# AIM OF THE TASK
Of all the lines below, return only those starting with the line holding "18, 110, 110]" and going on through the line holding "7, 110, 94]", exactly as written.
(Beginning of SOURCE MATERIAL)
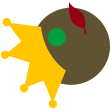
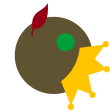
Revision of a layered w=110, h=110 image; what changed, layer by layer:
painted on "tongue" over [31, 2, 87, 36]
painted on "crown" over [1, 18, 110, 110]
painted on "eye" over [47, 28, 75, 52]
painted on "head" (2nd of 2, in "head") over [14, 7, 110, 94]
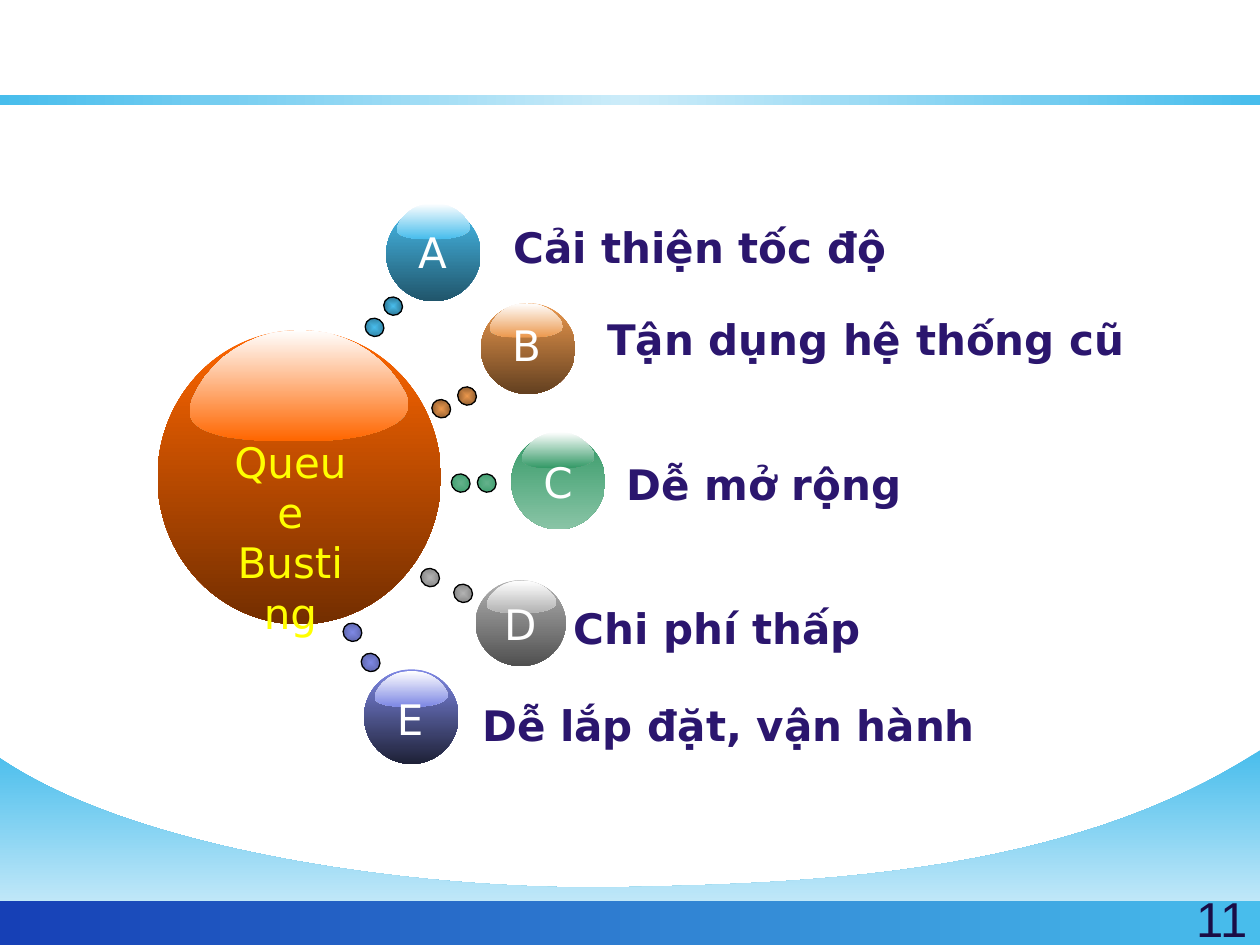
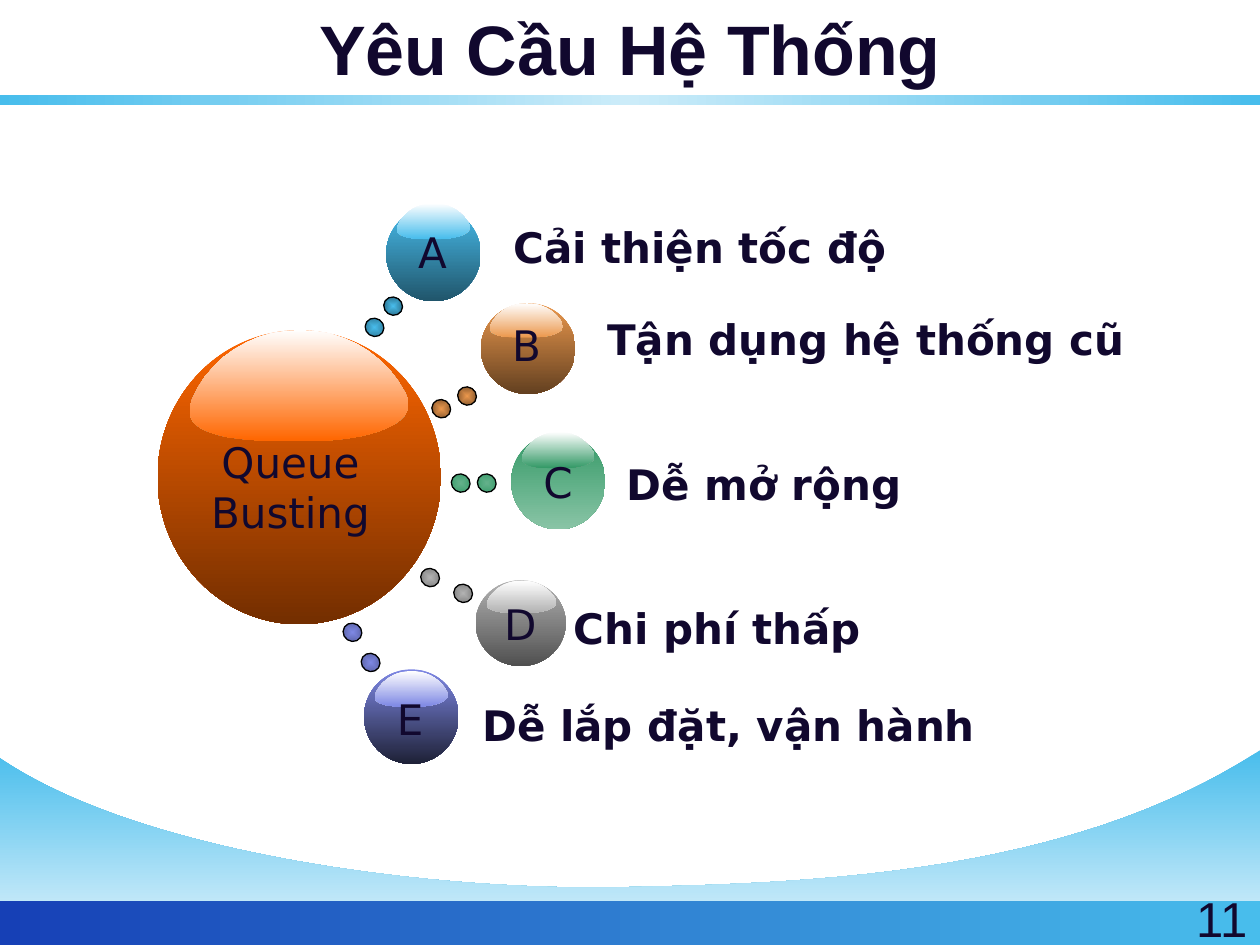
Before and after one commit to golf2109/zigbee-in-supermaket, a slide deck: slide 11 of docs/Report/Queue-Busting.pptx. Drawn at 1260x945 pixels with LibreOffice and Linux fonts; fonts in the diff are those of the drawing; background and template pictures are left out. Boxes give left, top, right and bottom in pixels: in the first picture for what was removed or moved away, otherwise in the second. Text is boxed around its words. In the diff, an @@ line names an element or a change of style, - is before the commit and + after.

Commit message:
Modified colors

```diff
--- a/docs/Report/Queue-Busting.pptx
+++ b/docs/Report/Queue-Busting.pptx
@@ text colour #FFFFFF to #12082E in 6 elements at (319, 21, 940, 88), (397, 700, 424, 735), (504, 606, 536, 640), (543, 466, 572, 499), (512, 327, 541, 361), (418, 234, 447, 268) @@
@@ text colour #2B166E to #12082E in 5 elements at (482, 706, 975, 750), (607, 321, 1124, 364), (574, 610, 861, 653), (626, 465, 901, 509), (513, 228, 886, 272) @@
@@ text "Queue": place and size @@
-text "Queue" at (214, 430, 367, 544)
+text "Queue" at (211, 447, 370, 537)
@@ text "Queue" at (211, 447, 370, 537): text colour #FFFF00 to #12082E @@
@@ page number at (1197, 898, 1248, 937): text colour #1A0D46 to #12082E @@
```
Also in this commit, not shown: 36 other slides changed, 2 slides removed.
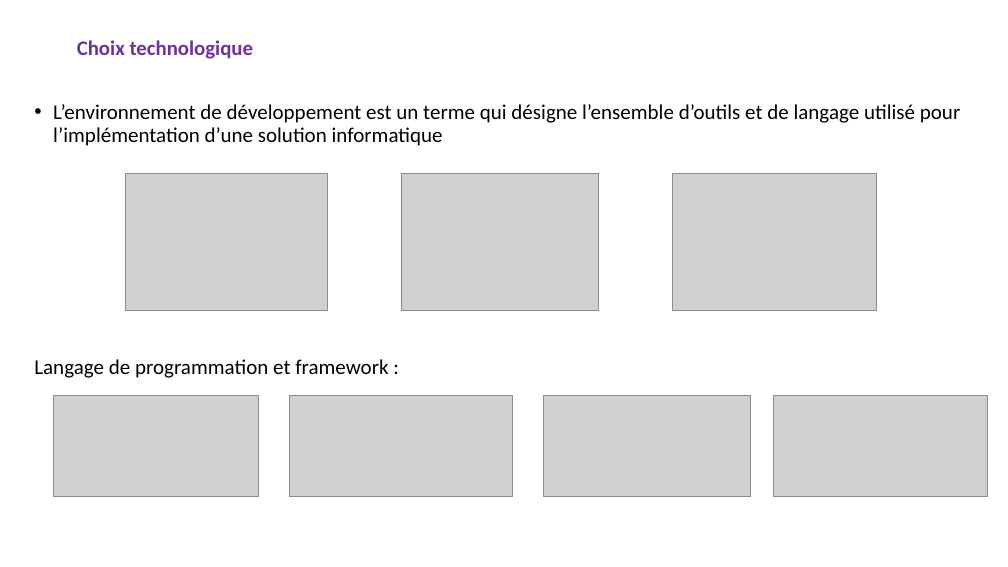
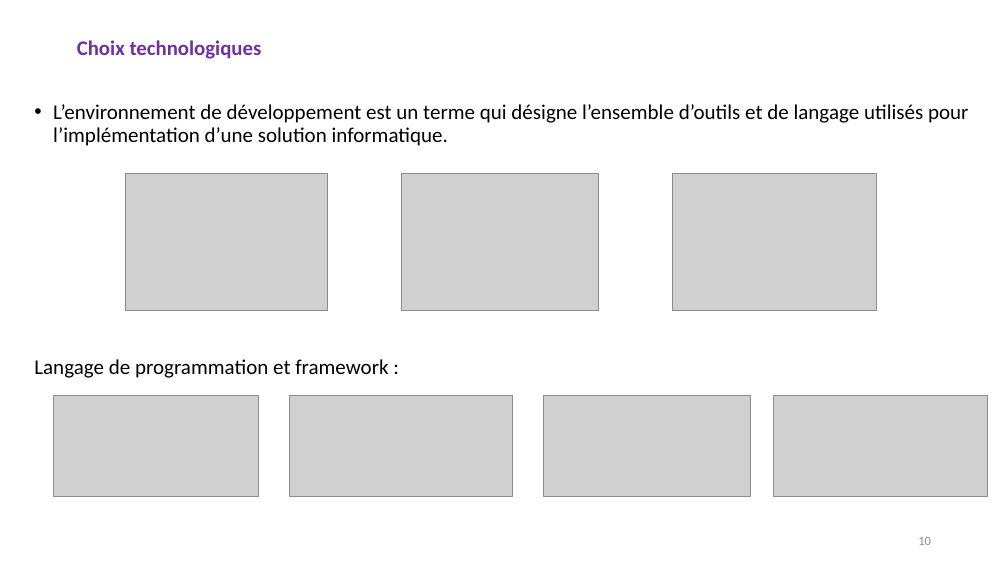
Before and after one commit to HabibAroua/Conception-la-mise-en-place-et-test-d-une-application-d-Internet-of-Mobile-Things, a slide deck: slide 10 of ppe-presentation.pptx. Drawn at 1008x567 pixels with LibreOffice and Linux fonts; fonts in the diff are those of the drawing; grey boxes stand for pictures. Boxes give left, top, right and bottom in pixels: in the first picture for what was removed or moved away, otherwise in the second. Text is boxed around its words. In the diff, an @@ line names an element or a change of style, - is before the commit and + after.

```diff
--- a/ppe-presentation.pptx
+++ b/ppe-presentation.pptx
@@ title at (x1=77, y1=40, x2=262, y2=59): text changed @@
-Choix technologique
+Choix technologiques
@@ text at (x1=53, y1=104, x2=968, y2=146): text changed @@
-• L’environnement de développement est un terme qui désigne l’ensemble d’outils et de langage utilisé pour l’implémentation d’une solution informatique
+• L’environnement de développement est un terme qui désigne l’ensemble d’outils et de langage utilisés pour l’implémentation d’une solution informatique.
@@ page number added at (x1=918, y1=537, x2=931, y2=545), 12 pt, text #8C8C8C @@
+10
```
Also in this commit, not shown: 34 other slides changed, 1 slide added, 1 slide removed.
(End of SOURCE MATERIAL)
# EXERCISE RESULT
painted on "crown" over [1, 18, 110, 110]
painted on "eye" over [47, 28, 75, 52]
painted on "head" (2nd of 2, in "head") over [14, 7, 110, 94]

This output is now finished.